Overall, there aren’t many big changes to navigate with regard to CLIA testing personnel for laboratories. These new requirements for CLIA lab staff, updating 42 CFR 493.1423, appear to be largely an effort to ensure flexibility during future public health emergencies (PHE), given the hurdles experienced as a result of the COVID-19 pandemic.
Allowing for grandfathered-in individuals to remain in their CLIA roles, nurses to qualify with point-of-care testing and as moderate complexity testing personnel, and clinical rotations from respiratory and pulmonary technologist training programs to count toward the experience required for moderately complex technical consultants may allow for more individuals to qualify as CLIA personnel. The one major thing to avoid now that these changes have been enacted is the hiring of individuals with physical science degrees who have no other educational means of qualifying for CLIA designated roles, as these individuals will no longer be approved as qualified by CLIA representatives and inspectors.
What might these changes mean for patient care?
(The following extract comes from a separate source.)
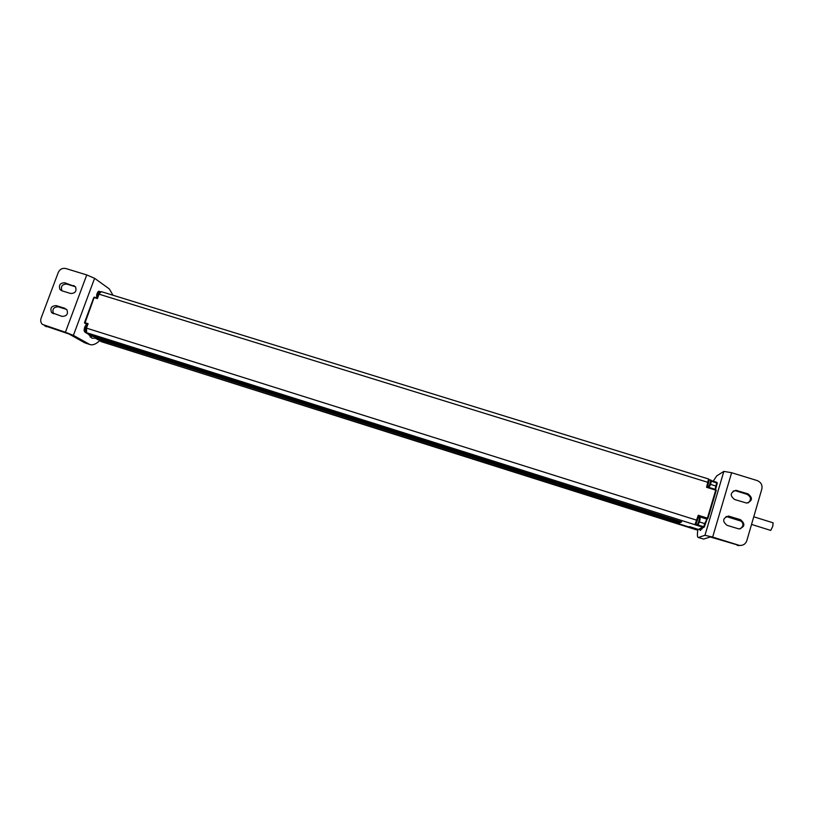 <?xml version="1.0" encoding="UTF-8"?>
<svg xmlns="http://www.w3.org/2000/svg" width="814" height="814" viewBox="0 0 814 814"><rect width="100%" height="100%" fill="white"/><g stroke="black" fill="none" stroke-linecap="round" stroke-linejoin="round"><path stroke-width="1.22" d="M88.93 334.534L681.684 521.896L679.802 522.792L95.737 338.492L95.645 337.79L95.665 338.471L95.981 336.874M708.801 481.857L709.106 479.629L710.642 480.107C710.53 482.193 709.859 484.411 708.607 486.752L708.506 486.721M708.801 481.888L708.119 484.147M715.587 489.479L717.276 483.14L716.829 482.305L715.079 489.326M697.74 529.232L696.845 529.945L697.11 529.304L689.234 526.811M101.19 341.626L688.888 526.953M688.125 527.187L689.58 526.648M689.478 526.617L698.422 529.426L703.744 526.76L695.655 524.206M698.951 529.232L703.622 527.452L694.383 524.562L695.217 524.277M704.273 527.004L703.744 526.76L704.68 523.606L699.379 521.937M697.781 518.986L695.878 524.002L697.333 524.47M698.616 516.168L707.132 518.823L704.68 523.606L705.219 523.819L703.622 527.452L704.293 526.994M694.383 524.562L695.115 524.257L698.27 515.272L697.69 519.352M707.946 518.406L706.633 519.037L698.524 516.493M707.976 518.396L707.305 518.854L716.259 490.384L715.791 489.55L707.315 486.925L708.261 483.76M716.259 490.384L715.801 489.55L707.325 486.925L708.587 482.621L708.038 482.387L99.033 294.169L97.405 298.575L94.536 297.13L93.783 297.517L84.544 322.548M698.27 515.272L707.417 518.152L715.71 490.12L706.583 487.291L707.295 486.935M751.536 524.419L770.746 530.423L772.751 526.393L773.107 522.832L753.754 516.788M99.603 292.582L101.435 291.646L98.667 294.119L97.263 297.975L98.423 294.831M99.593 292.491L98.932 293.549M98.677 294.098L98.921 293.518M93.844 297.486L94.485 297.13M97.405 298.575L94.129 297.558L84.87 323.331L84.503 322.568L88.115 323.646L85.694 330.036M84.615 323.158L93.783 297.517M85.816 331.125L85.714 330.036M694.566 524.582L88.136 333.191M86.223 331.98L85.155 331.634L85.175 332.336L85.226 331.44M101.567 341.066L100.865 340.852L100.875 341.514L100.926 340.69M97.273 339.407L100.59 340.506M88.431 333.364L85.175 332.336L88.706 334.401M102.177 338.939L681.674 521.896M679.802 522.792L680.341 521.479M107.072 341.849L107.112 341.198L95.645 337.79M107.346 340.578L107.112 341.198M95.737 338.492L103.744 342.348M88.115 323.646L86.477 328.073L86.62 332.305L85.796 331.125M41.107 318.142C40.303 320.563 40.731 322.649 42.369 324.389L65.415 332.244L86.752 274.939L65.853 268.528C62.393 267.847 59.86 269.18 58.242 272.517L41.107 318.142M64.794 282.784L66.758 284.086C62.118 284.208 60.521 286.436 61.956 290.761L59.961 289.479C58.527 285.134 60.134 282.896 64.794 282.784L75.387 286.701M59.961 289.479L61.803 290.761L70.615 293.488C75.153 293.447 76.811 291.27 75.57 286.955L73.596 285.5M65.059 308.364L56.247 305.616C51.374 305.84 49.837 308.17 51.618 312.596L62.057 316.402C66.809 316.259 68.407 313.98 66.829 309.564L66.606 309.32M56.247 305.616L58.252 306.827C53.439 307.031 51.893 309.34 53.612 313.746M58.252 306.827L66.768 309.493M99.98 340.323C96.327 344.007 92.979 345.421 89.947 344.566L84.636 342.755L68.987 333.984L44.689 325.753M66.758 284.086L75.437 286.772M89.947 344.566L73.392 335.378L65.415 332.244M113.004 295.217L109.3 288.909L94.597 278.307L86.752 274.939M92.857 335.836L90.13 337.047M95.319 338.136L92.063 338.278L88.421 334.228M761.843 488.99C762.565 484.971 760.958 482.142 757 480.504L731.623 472.72L712.657 537.077L739.55 545.441C743.151 545.594 745.563 544.037 746.784 540.771L761.843 488.99M740.455 519.658C745.451 523.819 744.942 526.912 738.929 528.937L727.075 525.345C722.12 521.265 722.598 518.172 728.499 516.076L740.455 519.658L739.478 519.993L728.805 516.656L725.996 516.605M747.995 493.844L735.836 490.313C730.148 492.562 729.751 495.634 734.645 499.531L746.713 503.083C752.512 500.905 752.94 497.822 747.995 493.844L746.987 494.302C751.159 496.794 751.566 499.664 748.219 502.899M737.291 490.537L733.149 491.086M736.334 491.015L746.987 494.302M703.632 539.061L698.137 537.464L703.632 539.061L710.266 536.986L738.145 545.146M741.391 545.411L737.179 545.37M740.262 528.866C744.077 525.722 743.823 522.761 739.478 519.993M713.176 481.186L716.758 475.864L723.85 471.387L731.623 472.72M698.514 537.444L704.955 535.307L712.657 537.077M702.808 527.676L700.264 530.524L699.694 528.856M698.137 537.464C697.232 537.057 697.16 534.34 697.954 529.304M711.141 480.565L716.819 482.315L711.141 480.555M100.692 341.392L696.743 529.924M100.926 341.544L104.029 342.511M86.121 328.011L696.804 520.217L697.364 520.441L695.868 524.002M706.583 487.291L708.546 479.008M101.628 291.738L708.618 478.998L708.577 482.61M710.581 480.118L710.642 480.107C712.535 479.426 709.777 487.352 708.882 486.792L707.447 486.426M709.676 486.212L711.253 481.186L717.266 483.099L716.829 482.305M717.266 483.099L716.351 486.212L710.51 484.35M707.183 518.905L704.303 526.984M696.998 529.975L697.639 529.507L697.191 529.059M699.399 517.806L699.44 517.796C699.328 519.973 698.646 522.212 697.415 524.491L697.618 524.531C698.819 524.898 701.251 517.063 699.44 517.796L698.249 517.419M700.06 518.894L698.483 523.951M705.229 523.85L707.305 518.854M97.436 297.497C96.642 294.709 97.324 292.704 99.501 291.493L99.674 291.575M97.242 297.975L93.793 297.486M85.816 323.901L87.556 324.176L86.386 327.35M86.681 325.234L86.03 324.033L87.444 324.481M85.216 331.42L84.951 331.339C84.066 328.612 84.768 326.597 87.037 325.285L87.139 325.325M84.432 330.331L85.887 325.783M96.744 297.822L97.232 297.263M86.498 325.254L86.376 324.379M95.665 336.762L95.319 337.708L95.696 336.772M680.005 522.293L107.061 341.331M96.988 296.55C96.398 294.709 96.856 293.182 98.372 291.992M46.51 326.75L44.444 325.61M73.392 335.378L94.597 278.307M92.358 336.223L95.503 337.21M84.636 342.755L88.909 344.108M729.731 516.3L728.805 516.656M723.85 471.387L704.955 535.307M702.156 528.774L701.058 528.428M689.529 526.689L691.218 527.177M688.298 527.207L689.6 526.658M689.529 526.638L698.27 529.395M697.354 520.431L698.646 516.076M715.801 489.55L716.249 490.343L707.966 518.365M716.351 486.212L715.537 489.468M741.615 521.306L726.22 516.493M100.458 291.788L99.501 291.493C97.843 289.723 95.614 297.171 97.1 297.242L96.652 297.792M87.139 325.315L87.037 325.285C84.849 323.585 83.231 332.193 84.646 331.125M86.04 331.695L85.083 331.39M84.809 331.583L84.931 332.183M100.529 340.791L100.641 341.361M95.309 337.729L95.431 338.309M89.011 334.554L102.096 338.899M86.437 325.264L86.162 324.125M53.531 313.726L51.618 312.596M734.879 490.791L735.836 490.313M727.584 516.432L728.499 516.076M738.563 545.665L739.55 545.441"/></g></svg>

Given the current shortage of qualified laboratory personnel, understaffing in many laboratories and hospital systems, and the fact that this shortage is only projected to get worse due to staff leaving the industry and insufficient numbers of new graduates to replace them, many laboratory advocates agree clearer pathways to personnel approval are good for patient care.
One positive impact to patient care is that moving toward regulations that eliminate more general training (such as physical science education) and require more specialized training and experience will likely yield more qualified laboratory professionals providing that care.